Predict Args - Ultralytics

Argument	Type	Default	Description
`source`	`str` or `int` or `None`	`None`	Specifies the data source for inference. Can be an image path, video file, directory, URL, or device ID for live feeds. If omitted, a warning is logged and the model falls back to the built-in demo assets (`ultralytics/assets`, or a demo URL for OBB). Supports a wide range of formats and sources, enabling flexible application across different types of input.
`conf`	`float`	`0.25`	Sets the minimum confidence threshold for detections. Objects detected with confidence below this threshold will be disregarded. Adjusting this value can help reduce false positives.
`iou`	`float`	`0.7`	Intersection Over Union (IoU) threshold for Non-Maximum Suppression (NMS). Lower values result in fewer detections by eliminating overlapping boxes, useful for reducing duplicates.
`imgsz`	`int` or `tuple`	`640`	Defines the image size for inference. Can be a single integer `640` for square resizing or a (height, width) tuple. Proper sizing can improve detection accuracy and processing speed.
`rect`	`bool`	`True`	If enabled, minimally pads the shorter side of the image until it's divisible by stride to improve inference speed. If disabled, pads the image to a square during inference.
`half`	`bool`	`False`	Enables half-precision (FP16) inference, which can speed up model inference on supported GPUs with minimal impact on accuracy.
`device`	`str`	`None`	Specifies the device for inference (e.g., `cpu`, `cuda:0`, `0`, `npu` or `npu:0`). Allows users to select between CPU, a specific GPU, Huawei Ascend NPU, or other compute devices for model execution.
`batch`	`int`	`1`	Specifies the batch size for inference (only works when the source is a directory, video file, or `.txt` file). A larger batch size can provide higher throughput, shortening the total amount of time required for inference.
`max_det`	`int`	`300`	Maximum number of detections allowed per image. Limits the total number of objects the model can detect in a single inference, preventing excessive outputs in dense scenes.
`vid_stride`	`int`	`1`	Frame stride for video inputs. Allows skipping frames in videos to speed up processing at the cost of temporal resolution. A value of 1 processes every frame, higher values skip frames.
`stream_buffer`	`bool`	`False`	Determines whether to queue incoming frames for video streams. If `False`, old frames get dropped to accommodate new frames (optimized for real-time applications). If `True`, queues new frames in a buffer, ensuring no frames get skipped, but will cause latency if inference FPS is lower than stream FPS.
`visualize`	`bool`	`False`	Activates visualization of model features during inference, providing insights into what the model is "seeing". Useful for debugging and model interpretation.
`augment`	`bool`	`False`	Enables test-time augmentation (TTA) for predictions, potentially improving detection robustness at the cost of inference speed.
`agnostic_nms`	`bool`	`False`	Enables class-agnostic Non-Maximum Suppression (NMS), which merges overlapping boxes of different classes. Useful in multi-class detection scenarios where class overlap is common. For end-to-end models (YOLO26, YOLOv10), this only prevents the same detection from appearing with multiple class labels (IoU=1.0 duplicates) and does not perform IoU-threshold-based suppression between distinct boxes.

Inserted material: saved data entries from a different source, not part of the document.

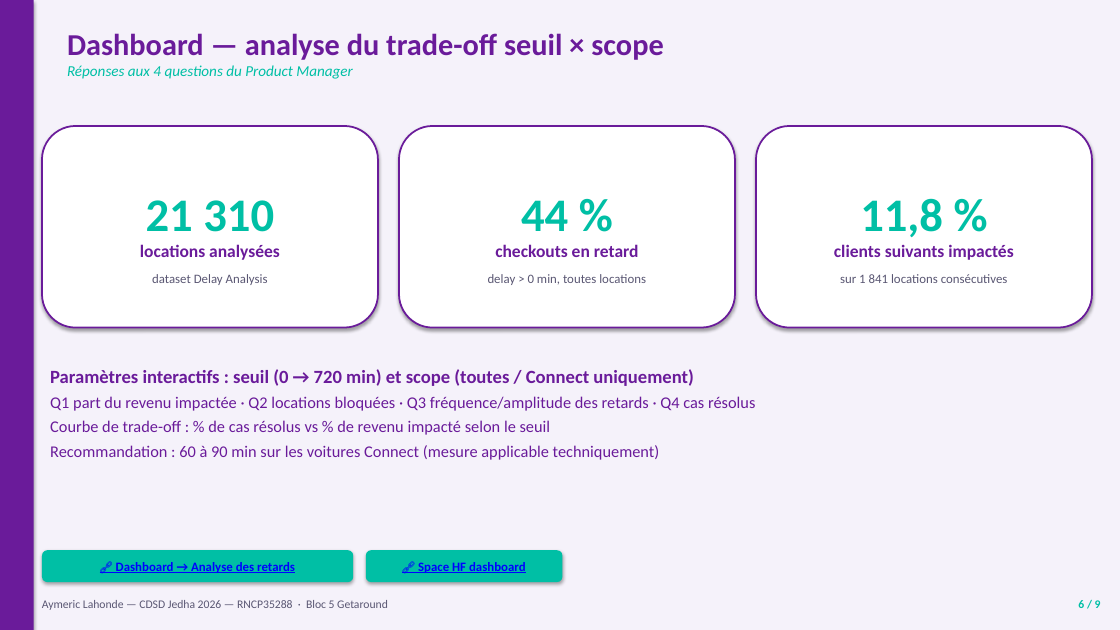
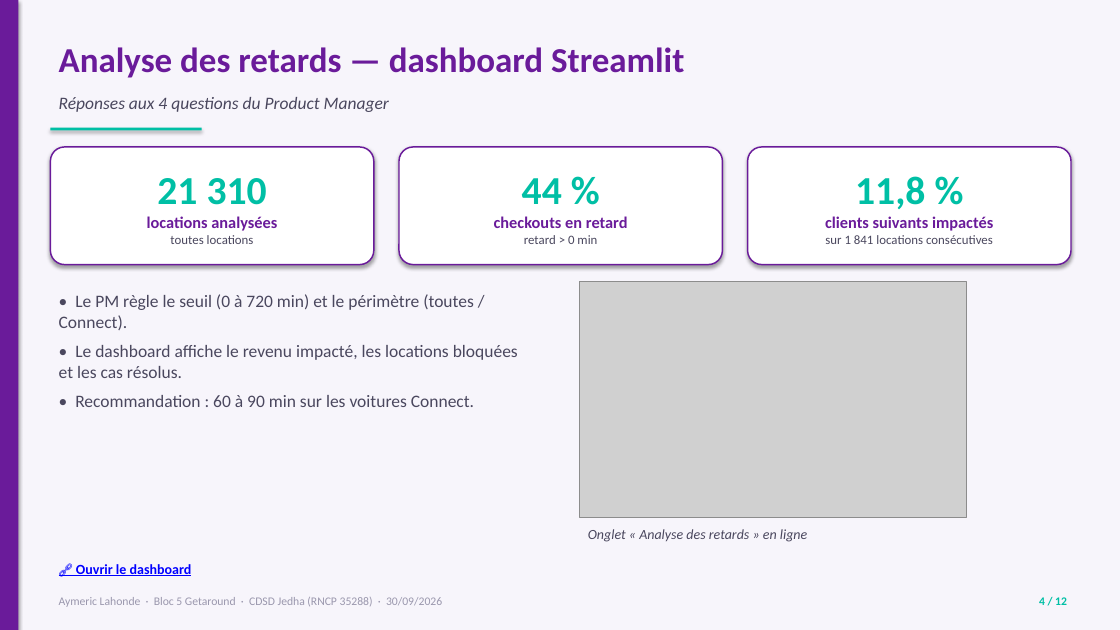
Before and after one commit to aymericlahonde-dotcom/cdsd-b5-getaround, a slide deck: slide 4 of Presentation_Getaround_Soutenance.pptx (slide 6 before the commit). Drawn at 1120x630 pixels with LibreOffice and Linux fonts; fonts in the diff are those of the drawing; grey boxes stand for pictures. Boxes give left, top, right and bottom in pixels: in the first picture for what was removed or moved away, otherwise in the second. Text is boxed around its words. In the diff, an @@ line names an element or a change of style, - is before the commit and + after.

Commit message:
PPT de soutenance refait sur la structure Jedha (12 slides, captures, liens) + script de captures

```diff
--- a/Presentation_Getaround_Soutenance.pptx
+++ b/Presentation_Getaround_Soutenance.pptx
@@ rectangle: place and size @@
-rectangle at box(0, 0, 34, 630)
+rectangle at box(0, 0, 18, 630)
@@ rectangle at box(0, 0, 1120, 630): fill #F5F2FA to #F7F5FB @@
@@ text added at box(59, 47, 684, 78), 30 pt, text #6A1B9A, bold @@
+Analyse des retards — dashboard Streamlit
@@ text at box(67, 33, 663, 60): paragraph removed @@
-Dashboard — analyse du trade-off seuil × scope
@@ text "Réponses aux 4 questions du ...": place and size @@
-text "Réponses aux 4 questions du ..." at box(67, 33, 663, 79)
+text "Réponses aux 4 questions du ..." at box(59, 97, 389, 112)
@@ text "Réponses aux 4 questions du ..." at box(59, 97, 389, 112): size 13 to 15 pt, text colour #00BFA5 to #4A475E @@
@@ rounded rectangle "21 310" at box(50, 147, 374, 265): outline #6A1B9A 1.5 pt to #6A1B9A 1.25 pt; proportions changed @@
@@ rounded rectangle "21 310": place and size @@
-rounded rectangle "21 310" at box(42, 126, 378, 328)
+rounded rectangle "21 310" at box(50, 147, 374, 265)
@@ rectangle added at box(50, 128, 202, 130), fill #00BFA5 @@
@@ rounded rectangle "44 %": place and size @@
-rounded rectangle "44 %" at box(399, 126, 735, 328)
+rounded rectangle "44 %" at box(399, 147, 723, 265)
@@ rounded rectangle "44 %" at box(399, 147, 723, 265): outline #6A1B9A 1.5 pt to #6A1B9A 1.25 pt; proportions changed @@
@@ rounded rectangle "11,8 %": place and size @@
-rounded rectangle "11,8 %" at box(756, 126, 1092, 328)
+rounded rectangle "11,8 %" at box(748, 147, 1071, 265)
@@ rounded rectangle "11,8 %" at box(748, 147, 1071, 265): size 40 to 34 pt in "11,8 %"; size 15 to 14 pt in "clients suivants impactés"; text colour #5A5773 to #4A475E in "sur 1 841 locations consécutives"; less space between paragraphs; outline #6A1B9A 1.5 pt to #6A1B9A 1.25 pt; proportions changed @@
@@ text in rounded rectangle at box(147, 178, 277, 231): size 40 to 34 pt in "21 310"; size 15 to 14 pt in "locations analysées" @@
@@ text in rounded rectangle at box(494, 178, 628, 228): size 40 to 34 pt in "44 %"; size 15 to 14 pt in "checkouts en retard" @@
@@ text in rounded rectangle at box(170, 235, 254, 244): text changed; text colour #5A5773 to #4A475E @@
-dataset Delay Analysis
+toutes locations
@@ text in rounded rectangle at box(524, 235, 597, 244): text changed; text colour #5A5773 to #4A475E @@
-delay > 0 min, toutes locations
+retard > 0 min
@@ text at box(59, 294, 518, 407): text changed; size 14 to 15 pt; text colour #6A1B9A to #4A475E @@
-Paramètres interactifs : seuil (0 → 720 min) et scope (toutes / Connect uniquement)
-Q1 part du revenu impactée · Q2 locations bloquées · Q3 fréquence/amplitude des retards · Q4 cas résolus
-Courbe de trade-off : % de cas résolus vs % de revenu impacté selon le seuil
-Recommandation : 60 à 90 min sur les voitures Connect (mesure applicable techniquement)
+• Le PM règle le seuil (0 à 720 min) et le périmètre (toutes / Connect).
+• Le dashboard affiche le revenu impacté, les locations bloquées et les cas résolus.
+• Recommandation : 60 à 90 min sur les voitures Connect.
@@ picture added at box(580, 281, 966, 518) @@
@@ text added at box(588, 529, 807, 542), 12 pt, text #4A475E, italic @@
+Onglet « Analyse des retards » en ligne
@@ rounded rectangle removed at box(42, 550, 354, 582) @@
-🔗 Dashboard → Analyse des retards
@@ text added at box(76, 564, 192, 576), 12 pt, text #0000FF, bold, underline @@
+🔗 Ouvrir le dashboard
@@ rounded rectangle removed at box(366, 550, 563, 582) @@
-🔗 Space HF dashboard
@@ text at box(59, 597, 442, 607): text changed; text colour #5A5773 to #9A97AD @@
-Aymeric Lahonde — CDSD Jedha 2026 — RNCP35288 · Bloc 5 Getaround
+Aymeric Lahonde · Bloc 5 Getaround · CDSD Jedha (RNCP 35288) · 30/09/2026
@@ text added at box(1039, 597, 1067, 605), 10 pt, text #00BFA5, bold @@
+4 / 12
@@ text removed at box(1078, 600, 1101, 608) @@
-6 / 9
```
Also in this commit, not shown: 1 other slide changed, 10 slides added, 7 slides removed, 2 other files.
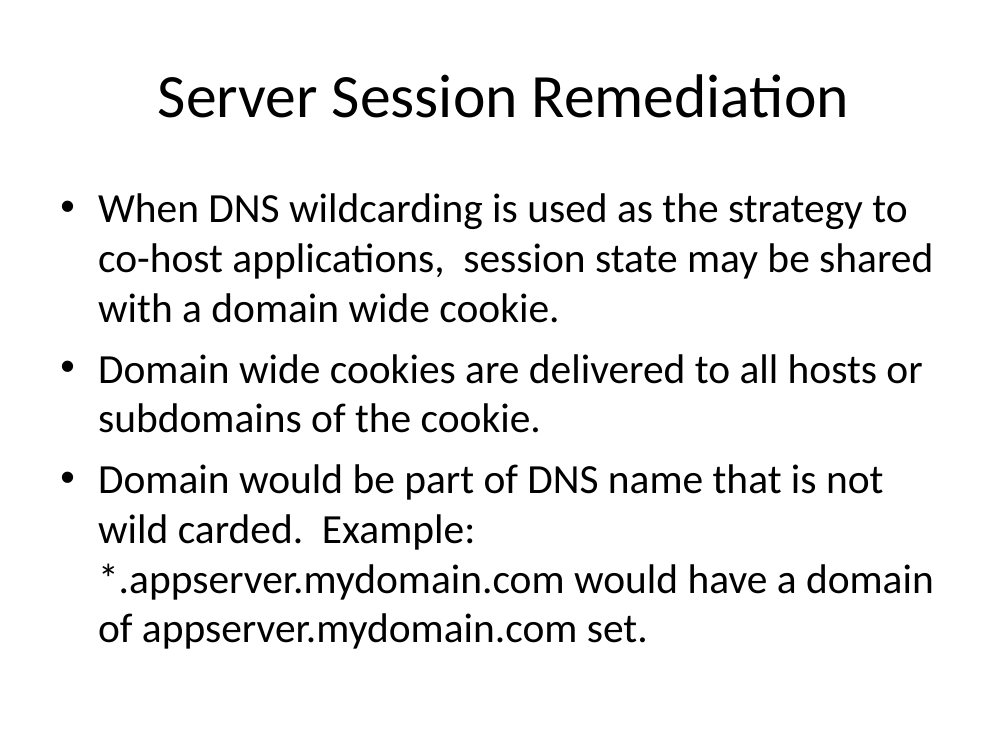
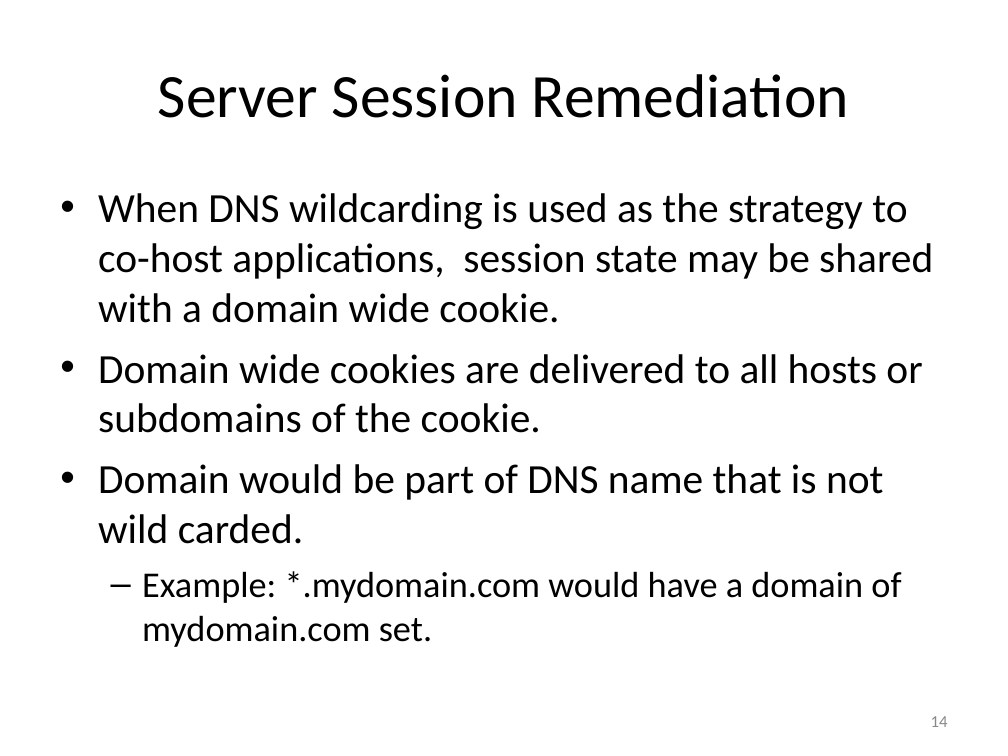
Before and after one commit to EdCharbeneau/CodePaLOUsa, a slide deck: slide 14 of 2013/LocalStorageSecurity/LocalStoragePresentation.ppt. Drawn at 1008x756 pixels with LibreOffice and Linux fonts; fonts in the diff are those of the drawing. Boxes give left, top, right and bottom in pixels: in the first picture for what was removed or moved away, otherwise in the second. Text is boxed around its words. In the diff, an @@ line names an element or a change of style, - is before the commit and + after.

```diff
--- a/2013/LocalStorageSecurity/LocalStoragePresentation.ppt
+++ b/2013/LocalStorageSecurity/LocalStoragePresentation.ppt
@@ text at <box>98,464,901,647</box>: text changed; size 29.6 to 25.9 pt @@
-• Domain would be part of DNS name that is not wild carded. Example: *.appserver.mydomain.com would have a domain of appserver.mydomain.com set.
+• Domain would be part of DNS name that is not wild carded.
+  – Example: *.mydomain.com would have a domain of mydomain.com set.
@@ page number added at <box>931,716,948,727</box>, 12 pt, text #898989 @@
+14
```
Also in this commit, not shown: 19 other slides changed.
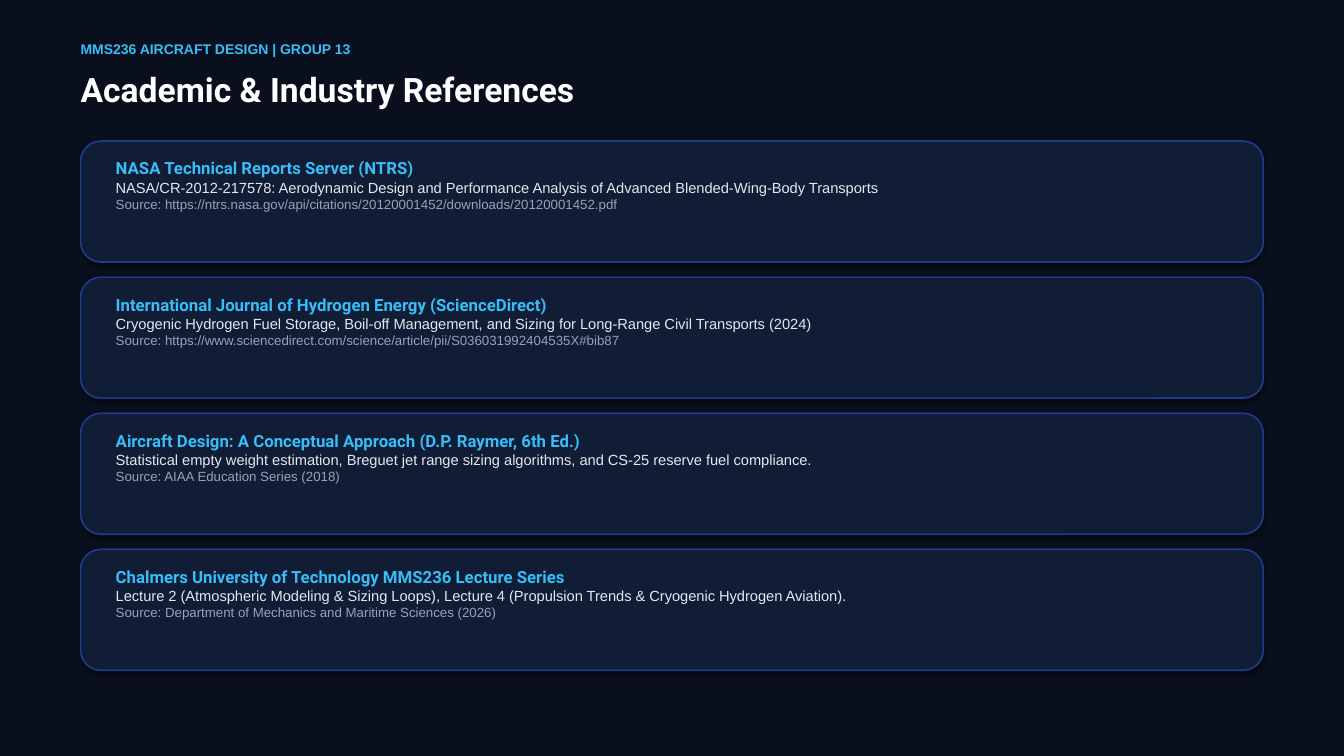
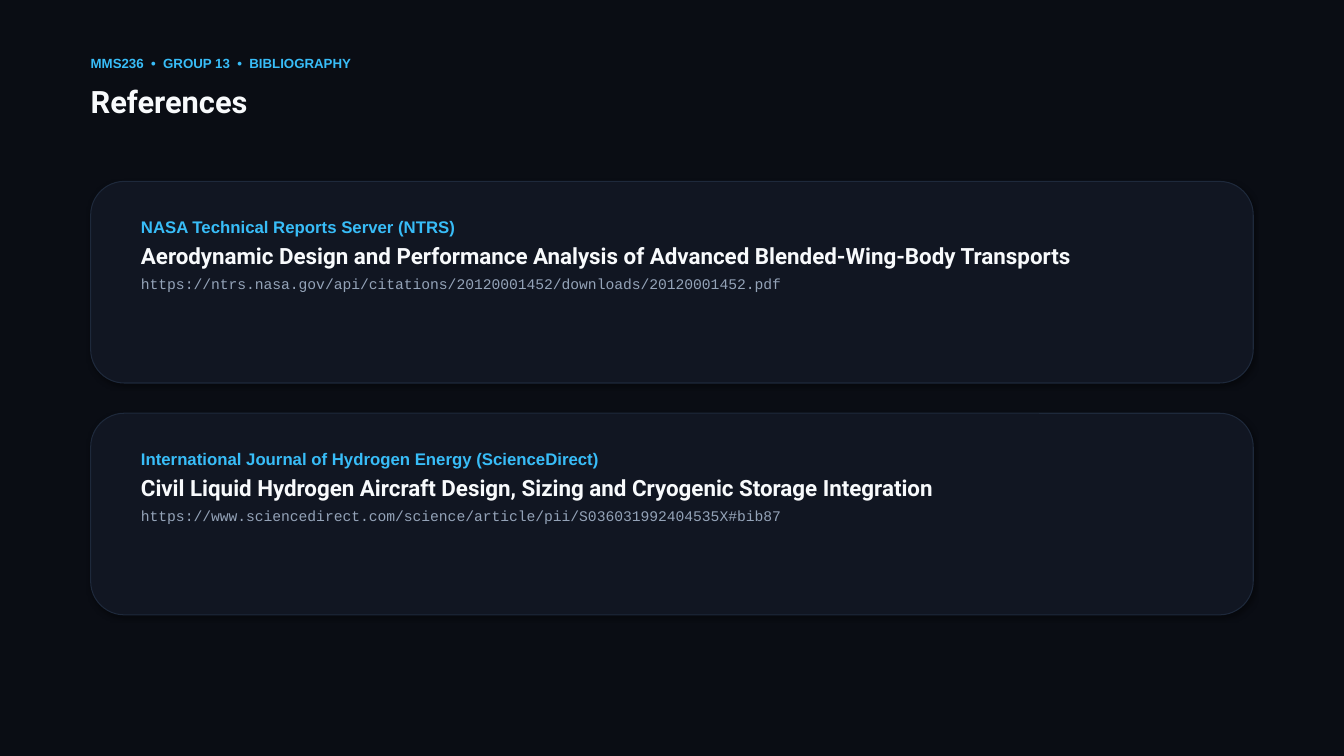
Before and after one commit to Deeprockz22/Aircraft-Design, a slide deck: slide 9 of Aircraft_Design_DT1_EXAELIA_Group13.pptx (slide 10 before the commit). Drawn at 1344x756 pixels with LibreOffice and Linux fonts; fonts in the diff are those of the drawing. Boxes give left, top, right and bottom in pixels: in the first picture for what was removed or moved away, otherwise in the second. Text is boxed around its words. In the diff, an @@ line names an element or a change of style, - is before the commit and + after.

Commit message:
Refactor presentation to ultra-minimalist dark studio aesthetic (Group 13 MMS236 DT1)

```diff
--- a/Aircraft_Design_DT1_EXAELIA_Group13.pptx
+++ b/Aircraft_Design_DT1_EXAELIA_Group13.pptx
@@ background #0A0F1D to #0A0D14 @@
@@ text at [91,58,351,68]: text changed; size 10 to 9.5 pt @@
-MMS236 AIRCRAFT DESIGN | GROUP 13
+MMS236 • GROUP 13 • BIBLIOGRAPHY
@@ text at [91,89,248,114]: text changed; size 24 to 22 pt; text colour #FFFFFF to #F8FAFC @@
-Academic & Industry References
+References
@@ rounded rectangle removed at [81,141,1263,262] @@
@@ rounded rectangle at [91,181,1253,383]: fill #111C35 to #111622; outline #1E3A8A 1.2 pt to #1E293B 0.75 pt @@
@@ rounded rectangle: place and size @@
-rounded rectangle at [81,277,1263,398]
+rounded rectangle at [91,181,1253,383]
@@ text "NASA Technical Reports Server (NTRS)": place and size @@
-text "NASA Technical Reports Server (NTRS)" at [116,161,878,212]
+text "NASA Technical Reports Server (NTRS)" at [141,221,1071,292]
@@ text at [141,221,455,237]: font Roboto to Arial in "NASA Technical Reports Server (NTRS)" @@
@@ text at [141,247,1071,292]: text changed; size 10.5 to 16 pt; font Arial to Roboto; text colour #E2E8F0 to #F8FAFC; bold on @@
-NASA/CR-2012-217578: Aerodynamic Design and Performance Analysis of Advanced Blended-Wing-Body Transports
-Source: https://ntrs.nasa.gov/api/citations/20120001452/downloads/20120001452.pdf
+Aerodynamic Design and Performance Analysis of Advanced Blended-Wing-Body Transports
+https://ntrs.nasa.gov/api/citations/20120001452/downloads/20120001452.pdf
@@ rounded rectangle: place and size @@
-rounded rectangle at [81,413,1263,534]
+rounded rectangle at [91,413,1253,615]
@@ rounded rectangle at [91,413,1253,615]: fill #111C35 to #111622; outline #1E3A8A 1.2 pt to #1E293B 0.75 pt @@
@@ text removed at [116,434,812,484] @@
-Aircraft Design: A Conceptual Approach (D.P. Raymer, 6th Ed.)
-Statistical empty weight estimation, Breguet jet range sizing algorithms, and CS-25 reserve fuel compliance.
-Source: AIAA Education Series (2018)
@@ text "International Journal of Hydrogen Energy ...": place and size @@
-text "International Journal of Hydrogen Energy ..." at [116,298,811,348]
+text "International Journal of Hydrogen Energy ..." at [141,453,933,524]
@@ text at [141,479,933,524]: text changed; font Arial to Courier New; text colour #E2E8F0 to #94A3B8 @@
-Cryogenic Hydrogen Fuel Storage, Boil-off Management, and Sizing for Long-Range Civil Transports (2024)
-Source: https://www.sciencedirect.com/science/article/pii/S036031992404535X#bib87
+Civil Liquid Hydrogen Aircraft Design, Sizing and Cryogenic Storage Integration
+https://www.sciencedirect.com/science/article/pii/S036031992404535X#bib87
@@ text at [141,453,598,469]: font Roboto to Arial in "International Journal of Hydrogen Energy (ScienceDirect)" @@
@@ rounded rectangle removed at [81,549,1263,670] @@
@@ text removed at [116,570,847,620] @@
-Chalmers University of Technology MMS236 Lecture Series
-Lecture 2 (Atmospheric Modeling & Sizing Loops), Lecture 4 (Propulsion Trends & Cryogenic Hydrogen Aviation).
-Source: Department of Mechanics and Maritime Sciences (2026)
```
Also in this commit, not shown: 2 other slides changed, 6 slides added, 7 slides removed, 1 other file.

`classes`	`list[int]`	`None`	Filters predictions to a set of class IDs. Only detections belonging to the specified classes will be returned. Useful for focusing on relevant objects in multi-class detection tasks.
`retina_masks`	`bool`	`False`	Returns high-resolution segmentation masks. The returned masks (`masks.data`) will match the original image size if enabled. If disabled, they have the image size used during inference.
`embed`	`list[int]`	`None`	Specifies the layers from which to extract feature vectors or embeddings. Useful for downstream tasks like clustering or similarity search.
`project`	`str`	`None`	Name of the project directory where prediction outputs are saved if `save` is enabled.
`name`	`str`	`None`	Name of the prediction run. Used for creating a subdirectory within the project folder, where prediction outputs are stored if `save` is enabled.
`stream`	`bool`	`False`	Enables memory-efficient processing for long videos or numerous images by returning a generator of Results objects instead of loading all frames into memory at once.
`verbose`	`bool`	`True`	Controls whether to display detailed inference logs in the terminal, providing real-time feedback on the prediction process.
`compile`	`bool` or `str`	`False`	Enables PyTorch 2.x `torch.compile` graph compilation with `backend='inductor'`. Accepts `True` → `"default"`, `False` → disables, or a string mode such as `"default"`, `"reduce-overhead"`, `"max-autotune-no-cudagraphs"`. Falls back to eager with a warning if unsupported.
`end2end`	`bool`	`None`	Overrides the end-to-end mode in YOLO models that support NMS-free inference (YOLO26, YOLOv10). Setting it to `False` lets you run prediction using the traditional NMS pipeline, additionally allowing you to make use of the `iou` argument. See the End-to-End Detection guide for details.